Eu comecei por ter um exercicio escrito. Respirei fundo quando li que era apenas escrever uma carta aos pais de uma estudante da escola, dizendo que esta nao tinha entregue os livros da biblioteca na data marcada e que estava sujeita a multa. Não levei mais de 10 minutos a fazer a carta no rascunho e a passa-la para papel limpo. O relógio não andava e os 20 minutos finais foram uma eternidade. As outras candidatas voltaram ao local e ainda tivemos uma pausa de 10 minutos.
Depois seguiu-se a visita guiada e voltámos para uma pausa na sala. Entretanto chegavam uma a dua pessoas para nos animar e saber se estava tudo bem ou se era necessário mais alguma coisa.
Chegada a hora da minha entrevista informal, lá segui para a biblioteca. Fiquei a saber como a  biblioteca funciona. O ambiente era muito acolhedor  e o Sr. R. uma simpatia.

De regresso novamente à sala onde estavam as outras candidatas, foi-nos oferecido o almoço, havia água, chá, sandes de camarão e de fiambre, salgadinhos diversos e fruta.
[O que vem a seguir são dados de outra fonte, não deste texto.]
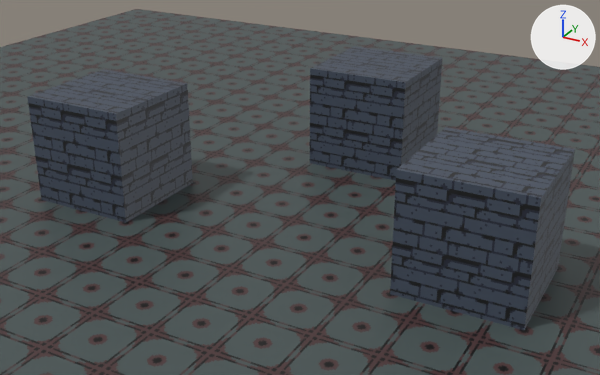
Two versions of the Blender file examples/lightgroups/lighting.blend, one commit apart.
One viewpoint serves both versions: a 50 mm lens placed at (14.0, -22.0, 12.8), pointed at (0.3, 2.8, 0.4). Arrows for +X, +Y and +Z are at upper right; the lights stay in place. The picture after the commit comes second.

Names of what the first picture shows: 'Both', 'OnlyGreen', 'OnlyRed', 'Plane'.
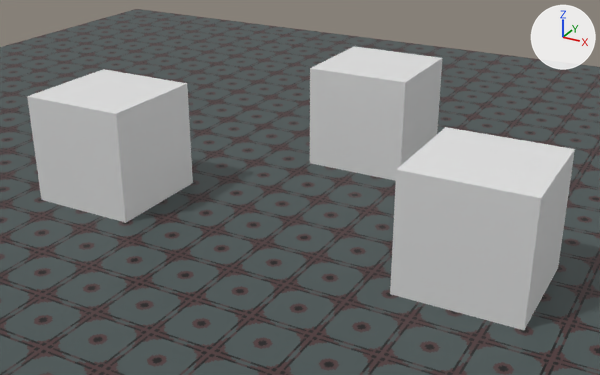
The change in detail:
In material 'Cube' (mat_cube), texture is no longer img_bricktile_png.
In material 'Cube' (mat_cube), base_color is now set to (0.8, 0.8, 0.8), white #e7e7e7.

What differs and where, as boxes [x1, y1, x2, y2] in the pictures (600 x 375 px):
'OnlyRed', surface changed (lighter): [390, 127, 575, 330] in both
'OnlyGreen', surface changed (lighter): [27, 69, 193, 223] in both
'Both', surface changed (lighter): [310, 46, 442, 181] in both

Nestas coisas, os ingleses são de facto delicados e atenciosos.

Parti finalmente para a entrevista formal, a que mais temi... algumas perguntas de rotina e outras especificas relacionadas com a biblioteca. Uma das perguntas foi precisamente qual o último livro que li e descreve-lo de forma a motivar alguém a le-lo. Ainda bem que alterno as minhas leituras com livros portugueses e ingleses.
Fiz um saldo positivo no final da entrevista. Respondi a tudo sem gaguejar e com atitude positiva e claro de sorriso na cara. Com tudo isto tinham-se passado 3 horas.

A resposta chegou ao fim de 4 horas via telefonica. A Sra. D. ligou dizendo que tinham ficado muito impressionadas com a minha entrevista e com a minha confiança na entrevista. Eu era a segunda escolha das quatro, mas havia uma candidata mais adequada e com experiência, uma rapariga nova que trabalha numa livraria. Repetiu duas vezes, que estavam impressionados e para eu continuar à procura na escola, pois de certo iriam surgir outras posições. De facto há outra posição que se adequa mais a mim e estou em pulgas para concluir a minha candidatura de 9 páginas a entregar já na próxima segunda-feira. Esta é a época que a maioria das vagas em escolas surge, pois é agora que tem lugar a organização dos departamentos a fim de se iniciar um novo ano lectivo em Setembro.

É certo que não fui seleccionada, mas estou muito orgulhosa de mim mesma. Estudei 3 dias intensamente, procurei na internet perguntas de entrevistas  e respectivas respostas. Algumas têm mesmo que ser adequadas e respondidas conforme a tua personalidade. Li e re-li as perguntas e respostas e simulei a entrevista várias vezes, para evitar tropeçar nas palavras. Não ganhei a posição, mas saí mais enriquecida com esta experiência. A minha colega, que é inglesa, também nao foi escolhida porque é tímida e pouco confiante, assim justificaram as responsáveis pela decisão. Engraçado que inicialmente hesitei em concorrer porque a Sarah é inglesa e eu trabalho todos os dias com ela. Achei que seria desagradável mas, por fim, enchi-me de coragem e coloquei a minha candidatura. Tenho a certeza que ter uma atitude positiva e confiante no fim, foi meio caminho andado.
Nunca se esqueçam um NÃO é dado como certo, se nada fizermos; mas se formos à luta o SIM também é possivel!